**What the task asks:**
Character for character, transcribe the entries below, minus the images.

:: Records provided

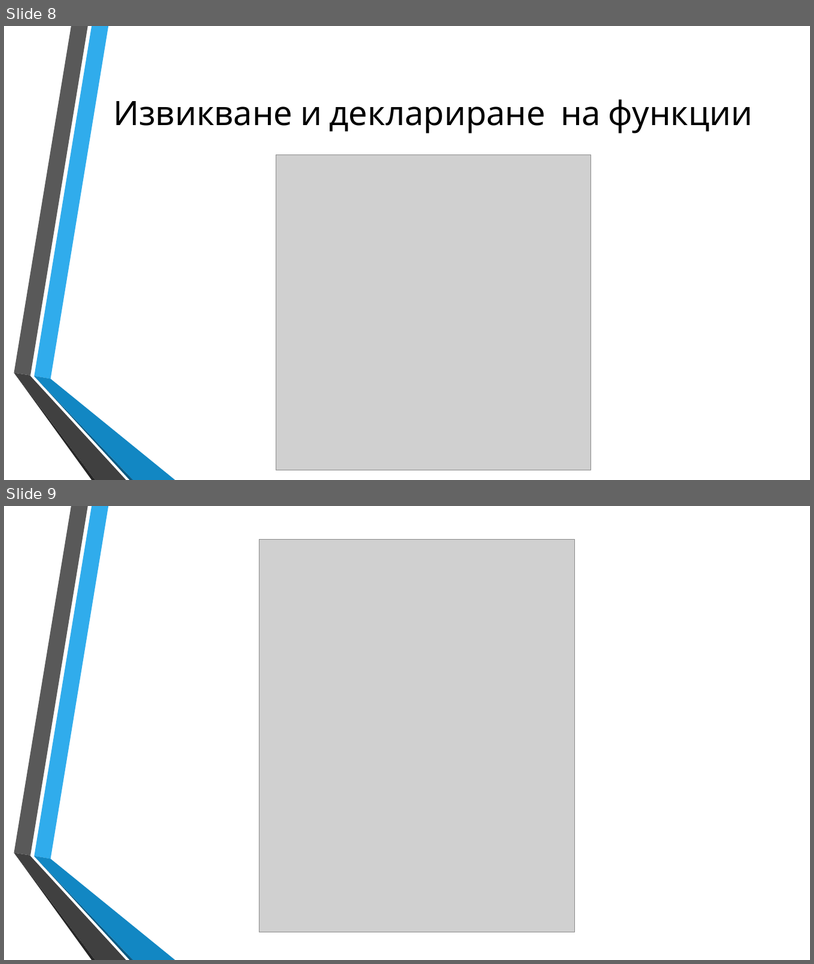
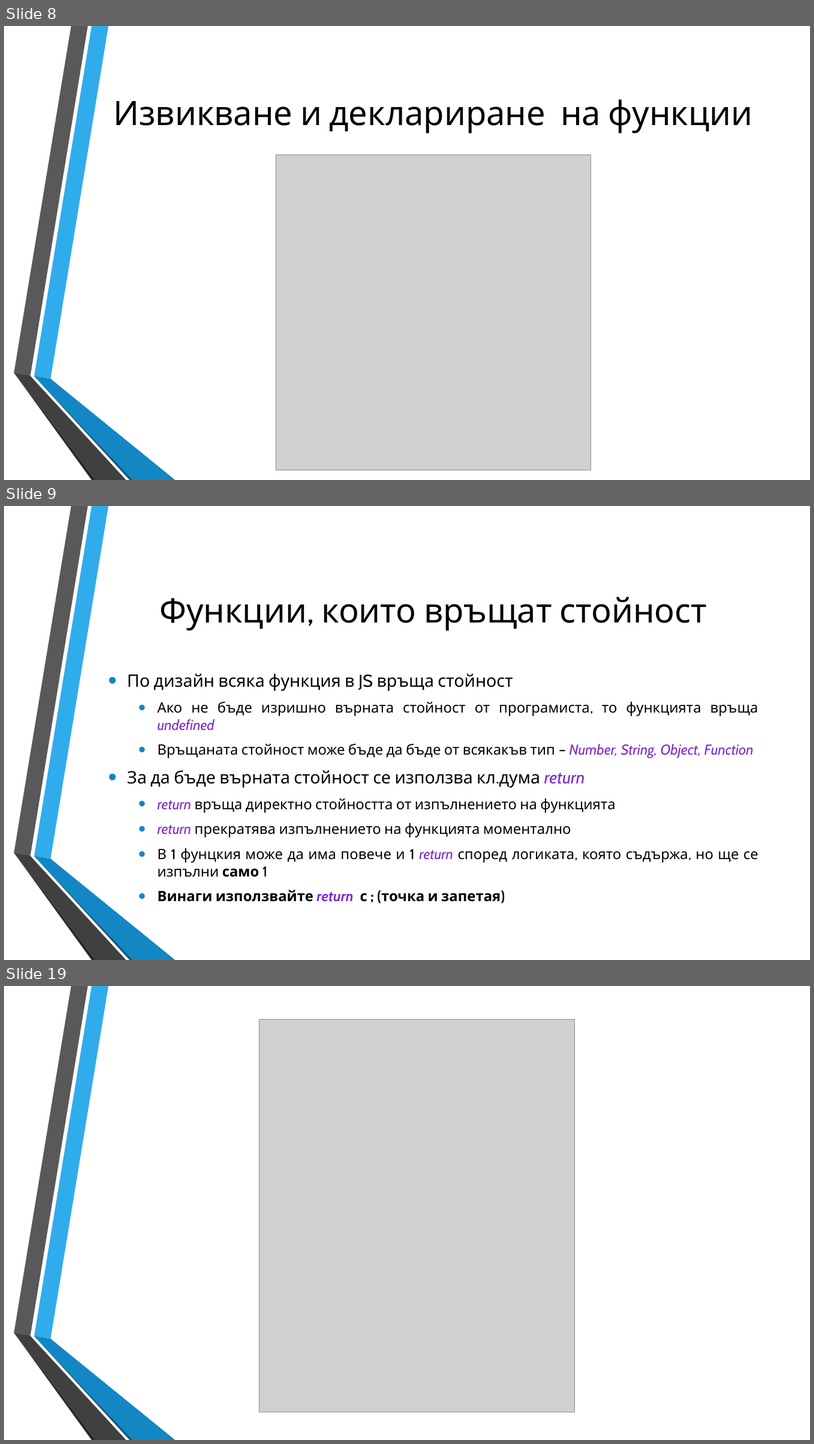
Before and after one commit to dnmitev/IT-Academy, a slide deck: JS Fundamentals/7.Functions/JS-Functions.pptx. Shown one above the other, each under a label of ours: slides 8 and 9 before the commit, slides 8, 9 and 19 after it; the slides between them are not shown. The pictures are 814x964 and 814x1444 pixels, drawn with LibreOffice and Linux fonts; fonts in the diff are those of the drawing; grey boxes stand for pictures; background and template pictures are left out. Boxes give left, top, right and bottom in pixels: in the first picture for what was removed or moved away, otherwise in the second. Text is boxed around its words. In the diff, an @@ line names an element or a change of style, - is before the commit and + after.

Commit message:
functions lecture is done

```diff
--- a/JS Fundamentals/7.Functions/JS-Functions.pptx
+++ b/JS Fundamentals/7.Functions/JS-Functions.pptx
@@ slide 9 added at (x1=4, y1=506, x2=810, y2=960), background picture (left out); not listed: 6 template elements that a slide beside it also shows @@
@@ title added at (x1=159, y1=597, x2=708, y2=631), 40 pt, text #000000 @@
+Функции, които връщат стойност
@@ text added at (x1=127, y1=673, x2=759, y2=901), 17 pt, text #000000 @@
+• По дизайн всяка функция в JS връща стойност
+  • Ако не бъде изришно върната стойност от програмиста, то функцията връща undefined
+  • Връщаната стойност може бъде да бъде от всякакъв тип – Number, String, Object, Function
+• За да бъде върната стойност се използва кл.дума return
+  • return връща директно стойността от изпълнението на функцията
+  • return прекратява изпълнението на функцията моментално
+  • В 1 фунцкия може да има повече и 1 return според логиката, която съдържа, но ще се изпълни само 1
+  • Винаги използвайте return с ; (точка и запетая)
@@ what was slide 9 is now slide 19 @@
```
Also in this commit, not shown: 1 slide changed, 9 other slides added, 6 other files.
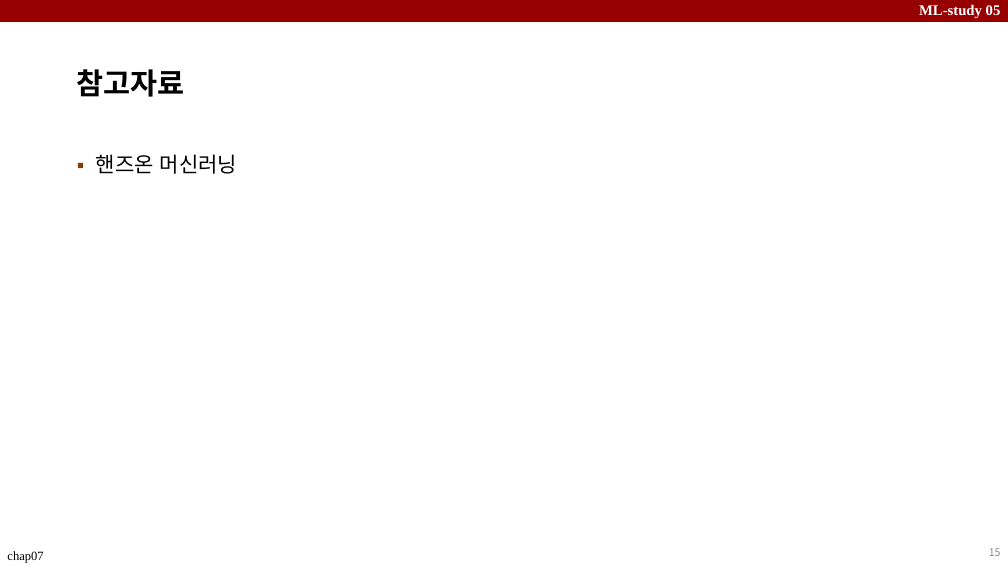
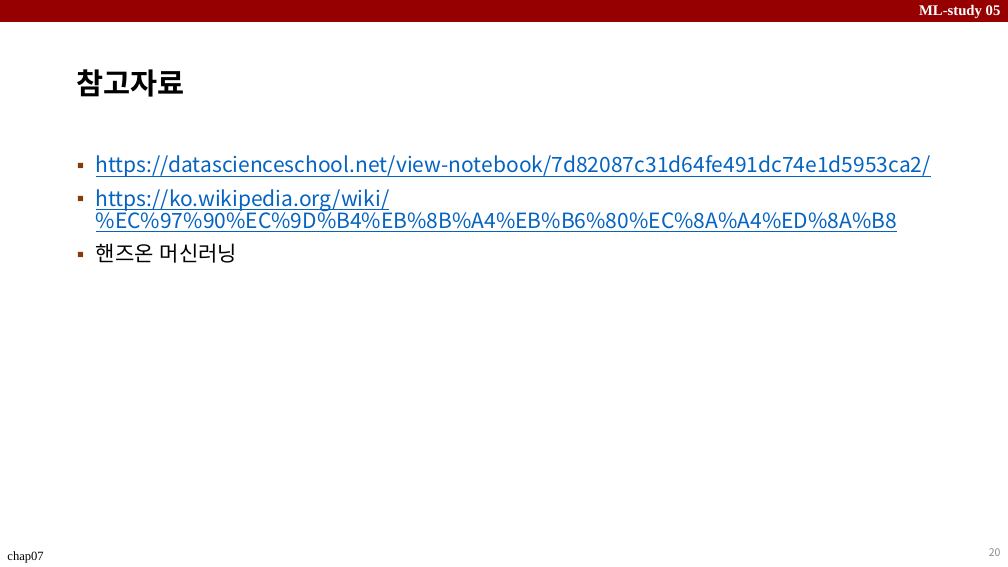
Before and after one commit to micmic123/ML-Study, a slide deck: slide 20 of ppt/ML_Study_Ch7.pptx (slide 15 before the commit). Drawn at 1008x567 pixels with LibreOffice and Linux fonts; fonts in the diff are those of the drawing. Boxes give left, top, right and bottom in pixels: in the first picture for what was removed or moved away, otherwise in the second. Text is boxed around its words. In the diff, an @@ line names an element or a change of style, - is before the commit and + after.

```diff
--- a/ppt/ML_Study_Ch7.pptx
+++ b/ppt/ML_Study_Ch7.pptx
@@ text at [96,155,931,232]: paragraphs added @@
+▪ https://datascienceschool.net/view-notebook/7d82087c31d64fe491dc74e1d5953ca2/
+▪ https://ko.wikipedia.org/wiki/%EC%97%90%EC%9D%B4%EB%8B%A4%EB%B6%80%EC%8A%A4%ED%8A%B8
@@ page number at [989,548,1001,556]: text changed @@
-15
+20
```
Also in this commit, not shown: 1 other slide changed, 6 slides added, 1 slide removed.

::::

**Result for this exercise:**
Before and after one commit to dnmitev/IT-Academy, a slide deck: JS Fundamentals/7.Functions/JS-Functions.pptx. Shown one above the other, each under a label of ours: slides 8 and 9 before the commit, slides 8, 9 and 19 after it; the slides between them are not shown. The pictures are 814x964 and 814x1444 pixels, drawn with LibreOffice and Linux fonts; fonts in the diff are those of the drawing; grey boxes stand for pictures; background and template pictures are left out. Boxes give left, top, right and bottom in pixels: in the first picture for what was removed or moved away, otherwise in the second. Text is boxed around its words. In the diff, an @@ line names an element or a change of style, - is before the commit and + after.

Commit message:
functions lecture is done

```diff
--- a/JS Fundamentals/7.Functions/JS-Functions.pptx
+++ b/JS Fundamentals/7.Functions/JS-Functions.pptx
@@ slide 9 added at (x1=4, y1=506, x2=810, y2=960), background picture (left out); not listed: 6 template elements that a slide beside it also shows @@
@@ title added at (x1=159, y1=597, x2=708, y2=631), 40 pt, text #000000 @@
+Функции, които връщат стойност
@@ text added at (x1=127, y1=673, x2=759, y2=901), 17 pt, text #000000 @@
+• По дизайн всяка функция в JS връща стойност
+  • Ако не бъде изришно върната стойност от програмиста, то функцията връща undefined
+  • Връщаната стойност може бъде да бъде от всякакъв тип – Number, String, Object, Function
+• За да бъде върната стойност се използва кл.дума return
+  • return връща директно стойността от изпълнението на функцията
+  • return прекратява изпълнението на функцията моментално
+  • В 1 фунцкия може да има повече и 1 return според логиката, която съдържа, но ще се изпълни само 1
+  • Винаги използвайте return с ; (точка и запетая)
@@ what was slide 9 is now slide 19 @@
```
Also in this commit, not shown: 1 slide changed, 9 other slides added, 6 other files.
Before and after one commit to micmic123/ML-Study, a slide deck: slide 20 of ppt/ML_Study_Ch7.pptx (slide 15 before the commit). Drawn at 1008x567 pixels with LibreOffice and Linux fonts; fonts in the diff are those of the drawing. Boxes give left, top, right and bottom in pixels: in the first picture for what was removed or moved away, otherwise in the second. Text is boxed around its words. In the diff, an @@ line names an element or a change of style, - is before the commit and + after.

```diff
--- a/ppt/ML_Study_Ch7.pptx
+++ b/ppt/ML_Study_Ch7.pptx
@@ text at [96,155,931,232]: paragraphs added @@
+▪ https://datascienceschool.net/view-notebook/7d82087c31d64fe491dc74e1d5953ca2/
+▪ https://ko.wikipedia.org/wiki/%EC%97%90%EC%9D%B4%EB%8B%A4%EB%B6%80%EC%8A%A4%ED%8A%B8
@@ page number at [989,548,1001,556]: text changed @@
-15
+20
```
Also in this commit, not shown: 1 other slide changed, 6 slides added, 1 slide removed.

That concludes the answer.